In the second half of the book, I turn to the CRISPR babies and the extraordinary story behind this reckless experiment. I lift the veil on He Jiankui’s secretive ambitions. I question whether He Jiankui was the rogue scientist that he has been painted and assess the fallout of his actions. In the closing chapters, I present some of the exciting new directions that CRISPR might take us, from gene drives to eradicate malaria to de-extinction to resurrect species we have lost, and separate truth from fiction in the debate over designer babies.

This is biology’s century. As Urnov points out, there is a huge gap between a genius idea and its practical realization. In 1505, Leonardo da Vinci designed a model of an ornithopter—a flying machine. It was almost four centuries later, in December 1903, when Orville Wright defied gravity for twelve seconds and the length of a baseball diamond (120 feet). It took several decades more for that landmark flight to usher in commercial air travel, let alone carry the first man into earth orbit and beyond.
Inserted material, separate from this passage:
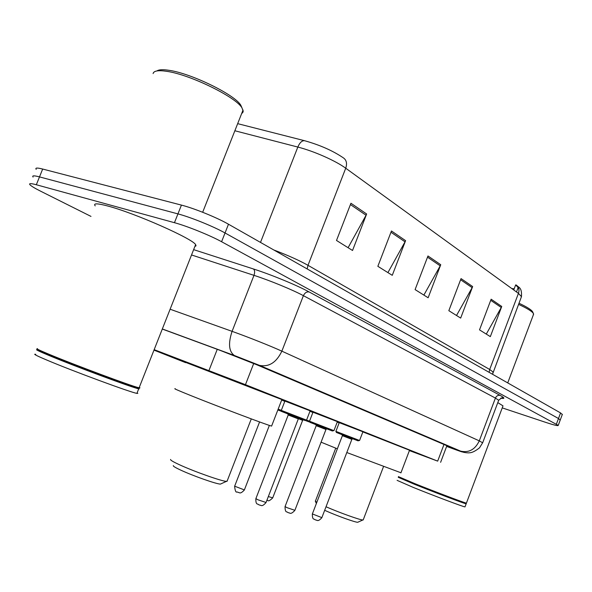 <?xml version="1.0" encoding="UTF-8"?>
<svg xmlns="http://www.w3.org/2000/svg" width="592" height="592" viewBox="0 0 592 592"><rect width="100%" height="100%" fill="white"/><g stroke="black" fill="none" stroke-linecap="round" stroke-linejoin="round"><path stroke-width="0.89" d="M284.9 401.08L310.134 410.811M312.976 412.224L337.396 421.645M339.238 422.651L362.918 431.775M309.942 411.299L312.887 412.469M281.666 400.096L284.804 401.332M409.39 450.593L437.68 461.131L245.458 384.674L154.164 349.65M153.979 350.131L185.614 362.652M90.99 216.406L40.685 191.223C34.869 188.3 31.295 186.147 29.963 184.756C28.727 183.283 30.843 183.283 36.327 184.748L174.455 222.696C187.102 226.085 210.153 235.409 221.593 241.728L558.241 425.374C558.197 426.099 554.075 425.115 545.876 422.422L502.238 407.888M36.193 169.349C35.002 167.758 37.163 167.654 42.668 169.046L181.426 205.098L177.94 213.89C190.624 217.19 213.645 226.529 225.041 232.974L558.485 418.514L560.217 420.068L558.485 418.514L225.041 232.974C213.645 226.529 190.624 217.19 177.94 213.89L39.501 176.897L177.94 213.89L174.455 222.696M33.078 177.052C31.864 175.521 34.003 175.469 39.501 176.897C34.003 175.469 31.864 175.521 33.078 177.052M446.642 446.361L452.429 448.166L449.602 446.864L256.884 364.82L220.291 350.442L162.297 329.056M501.794 398.275L501.313 398.009M521.138 297.532L521.471 296.659L518.437 293.373C519.576 289.777 518.844 286.987 516.224 285.011L516.986 285.603M518.666 288.267L517.623 288.918M304.569 140.711C320.02 145.033 333.044 150.812 343.626 158.042C346.557 160.262 347.252 163.651 345.728 168.217C335.679 160.787 313.864 151.115 297.828 147.06C299.744 142.613 301.994 140.496 304.569 140.711L237.666 123.654M181.426 205.098C194.132 208.303 217.138 217.664 228.482 224.22L560.572 412.935L562.282 414.533M501.735 306.471L490.331 336.626L479.52 329.87L491.138 299.212L501.735 306.471L501.254 307.492L490.724 300.307M405.587 240.655L392.267 275.324L377.851 266.311L391.453 230.984L405.587 240.655L405.032 241.832L390.972 232.234M366.64 213.993L352.536 250.483L336.508 240.463L350.938 203.248L366.64 213.993L366.063 215.236L350.427 204.566M472.653 286.558L460.672 318.089L448.832 310.682L461.042 278.61L472.653 286.558L472.15 287.631L460.606 279.75M440.744 264.72L428.134 297.746L415.096 289.599L427.972 255.973L440.744 264.72L440.219 265.845L427.513 257.172M511.769 288.541L514.196 288.815M517.852 288.326L518.126 287.594L515.684 284.878L513.752 289.976M423.879 295.082L440.219 265.845M456.521 315.492L472.15 287.631M348.089 247.7L366.063 215.236M387.915 272.601L405.032 241.832M486.276 334.095L501.254 307.492M156.939 70.936C158.848 69.575 162.867 69.368 168.986 70.307C191.246 73.349 234.95 94.801 240.789 105.213L241.973 107.87M153.106 73.563C153.757 70.811 158.293 70.063 166.729 71.329C190.025 74.533 235.897 97.029 241.958 107.848L243.223 111.266L242.794 112.554L241.669 113.523M37.466 348.666C35.476 348.348 39.309 350.212 48.973 354.245C73.978 364.716 131.246 386.043 138.476 387.642L139.971 387.893L139.298 387.331M95.208 205.883C93.04 203.137 97.362 203.219 108.188 206.12C135.279 213.268 192.674 238.739 195.612 244.622L196.033 245.843L194.901 246.427M37.784 349.369C35.816 349.065 39.612 350.915 49.18 354.911C73.926 365.286 130.588 386.384 137.781 387.952L138.876 388.197L139.187 388.892L138.95 388.352M37.585 349.783C34.558 349.125 38.214 350.96 48.559 355.289C74.392 366.145 133.688 388.137 138.713 388.811L139.187 388.892M35.764 354.334C32.708 353.735 36.341 355.629 46.672 360.003C72.468 370.977 131.824 392.859 136.915 393.362L137.818 393.384L137.137 392.807M138.558 388.137L138.003 387.856M173.338 465.593C172.857 466.082 175.313 467.591 180.723 470.107C192.94 475.842 216.576 484.152 220.416 484.093L221.245 483.723M170.629 459.444C170.037 459.977 172.945 461.723 179.361 464.698C193.887 471.454 222.037 481.392 226.447 481.363L227.254 480.771M175.35 388.796C173.027 388.219 177.985 390.394 190.224 395.338C217.057 406.171 268.398 425.544 271.602 426.085L271.691 425.863M185.71 362.415L281.866 399.57M324.675 510.304L325.911 510.859C337.048 515.854 355.304 522.396 357.709 522.277L358.16 522.07M315.277 501.047L316.809 502.356M321.079 442.18L337.351 448.803M337.218 422.118L339.164 422.858M346.808 452.532L400.962 472.779M362.866 431.901L409.531 450.231M326.029 506.767C339.386 512.65 360.143 520.072 362.859 519.976L363.303 519.643M398.401 476.612L414.607 483.538C434.491 491.53 464.239 502.786 466.259 503.089L466.452 503.022M398.453 476.73L414.659 483.953C434.336 491.863 463.773 503 465.786 503.304L465.963 503.222M398.253 477.307L414.341 484.234C434.706 492.433 465.105 503.903 466.156 503.807L466.207 503.711M397.099 480.349L413.157 487.379C433.499 495.615 463.913 507.055 464.994 506.893L465.038 506.774M497.791 402.619L503 405.86L502.852 406.253M518.562 304.369C526.961 308.247 531.905 311.266 533.385 313.434L533.355 314.833M518.984 303.237C526.643 306.819 531.157 309.616 532.519 311.636L532.719 312.043M217.257 349.317L208.961 370.511M253.709 363.488L245.458 384.674M443.985 444.474L437.68 461.131M193.636 249.639L253.45 268.975C271.565 274.784 297.043 285.314 309.179 291.974L500.21 395.434C504.895 398.031 505.08 398.949 500.758 398.179M221.593 241.728L228.482 224.22M36.327 184.748L42.668 169.046M556.406 424.094L560.572 412.935M170.119 309.224L232.079 331.35L253.983 275.347L191.534 254.96M446.62 446.427L456.721 450.098C462.426 452.155 463.64 452.466 460.347 451.03L259.155 365.257L234.388 355.511C228.845 351.552 228.075 343.493 232.079 331.35C247.989 337.011 270.677 346.046 281.859 351.16L303.4 295.667C292.544 289.814 270.026 280.534 253.983 275.347C254.997 272.29 254.819 270.167 253.45 268.975M259.155 365.257L259.511 365.375C268.983 367.225 276.427 362.482 281.859 351.16L479.291 440.862L495.408 398.076L303.4 295.667C304.776 292.796 306.7 291.567 309.179 291.974M460.347 451.03L460.657 451.141C468.916 452.969 475.124 449.55 479.291 440.862L482.65 442.823M498.531 400.658L498.679 400.266L495.408 398.076C496.466 395.87 498.064 394.99 500.21 395.434M234.521 355.57L162.334 328.96L234.388 355.511L259.511 365.375L460.657 451.141C462.278 452.162 464.912 452.739 468.561 452.873C469.434 452.665 472.357 453.539 479.527 447.804L482.724 442.638L498.679 400.266C501.646 397.765 503.037 397.047 502.845 398.12L500.847 398.15M457.253 450.29L456.721 450.098M489.14 372.338L489.702 369.482L518.437 293.373L345.728 168.217L307.995 265.32L489.702 369.482L493.04 371.998L492.862 372.501M260.502 242.417L297.828 147.06L234.861 130.758M273.8 249.972C287.867 255.3 299.271 260.413 307.995 265.32L307.174 268.938M278.166 409.131L281.318 410.337M277.944 409.945L280.808 411.055M281.407 411.307L277.848 409.945L281.4 411.299M259.577 421.941L234.654 486.187L244.378 489.917M306.575 420.046L309.527 421.178M308.883 421.822L305.79 420.653L309.52 421.963M268.324 496.577L272.727 497.828M266.896 500.262C267.917 499.537 267.369 503.163 272.697 497.909L302.63 420.327L298.405 418.707M281.267 410.367L306.545 420.12L310.164 410.737M305.028 420.505L281.762 411.536M298.316 418.899L288.215 414.999L255.899 498.575L257.683 499.692L266.037 502.482M332.482 431.028L314.552 424.131C305.886 420.594 311.037 423.191 309.505 421.223L333.94 430.65L337.425 421.571M333.94 430.65L331.949 430.828L309.971 422.34M326.754 428.837L325.97 429.466L316.202 425.692L285.078 506.515L286.913 507.633L294.883 510.311M358.182 440.87L341.007 434.262C332.164 430.658 337.492 433.322 335.893 431.361L359.573 440.5L362.94 431.709M359.573 440.5L357.649 440.677L336.36 432.449M352.625 438.746L351.855 439.345L342.383 435.69L312.369 513.937L321.863 517.637M446.893 445.709L440.611 462.322M558.241 425.374L562.378 414.282M516.446 285.181C518.503 287.638 522.063 286.972 521.471 296.659L492.522 374.262M518.126 287.594L516.483 291.952M136.915 393.362L138.713 388.811M137.781 387.952L138.476 387.642M139.113 387.797L195.612 244.622M202.671 212.269L243.053 110.016M240.789 105.213L241.958 107.848M271.602 426.085L281.91 399.467M227.025 481.363L251.289 418.892M220.416 484.093L226.447 481.363M316.365 503.518L315.447 501.431M315.462 500.98L335.731 448.159M400.917 472.897L409.553 450.172M363.185 519.961L383.498 466.637M357.709 522.277L362.859 519.976M464.994 506.893L466.156 503.807M466.037 503.341L466.252 503.814M465.786 503.304L466.259 503.089M466.415 503.126L503 405.86M507.729 382.906L533.644 314.071M532.519 311.636L533.385 313.434M269.375 425.396L244.341 490.013C239.693 495.016 239.183 491.959 238.68 492.559L237.081 491.945C235.919 492.744 235.098 490.857 234.617 486.284M302.63 420.327L303.163 419.809M284.93 400.999L281.304 410.382C282.828 412.387 277.663 409.775 286.239 413.283L304.88 420.453L306.545 420.12M299.108 418.248L298.309 418.899L266 502.586C261.509 507.736 260.828 504.68 260.14 505.257L258.452 504.613C257.957 503.437 255.648 505.553 255.855 498.686M287.823 413.897L288.215 414.999M285.041 506.604C285.092 513.56 287.201 511.288 287.594 512.369L289.192 512.983C289.643 512.383 290.235 515.417 294.846 510.408L325.97 429.466M309.512 421.223L313.005 412.15M315.825 424.619L316.202 425.692M312.339 514.019C312.317 520.686 314.426 518.555 314.848 519.621L316.439 520.227C316.912 519.687 317.586 522.492 321.833 517.719L351.855 439.345M335.893 431.361L339.268 422.584M342.021 434.654L342.383 435.69"/></g></svg>

Siddhartha Mukherjee says it well in The Gene: “The challenge with all these technologies is that DNA is not just a genetic code, it is in some sense also a moral code. It doesn’t just ask questions about what we will become. Now that we have these tools, we have the capacity to ask the question, what can we become?”

This book is about the origins, development, uses and misuses of CRISPR, the technology adapted from some of the most ancient organisms on earth, which bring us to the precipice of editing humanity.

I. In the mid-1980s, Francis Collins posed for a newspaper photographer in a lab coat holding a needle in front of a large haystack—the literal metaphor for DNA detectives scouring the genome for a single spelling mistake among three billion letters.

II. Both professors, Shankar Balasubramanian and David Klenerman, have since been knighted.

III. In nanopore sequencing, the DNA is unzipped to allow a single strand to be threaded through a nanopore—a bacterial protein shaped like a ring donut. By measuring the electrical current as the DNA speeds through the pore like a subway train, Oxford Nanopore can translate those electrical squiggles into the underlying DNA sequence.

IV. The annual Breakthrough Prize of $3 million per recipient is worth about ten times a one-third share of the Nobel Prize, which has a total purse of $900,000.

PART I

O, wonder! How many goodly creatures are there here!

How beauteous mankind is!

O brave new world,

That has such people in’t!

—William Shakespeare, The Tempest

“You can’t just boss bacteria around like that,” said the younger Mrs. Hempstock. “They don’t like it.”

“Stuff and silliness,” said the old lady. “You leave wigglers alone and they’ll be carrying on like anything. Show them who’s boss and they can’t do enough for you. You’ve tasted my cheese.”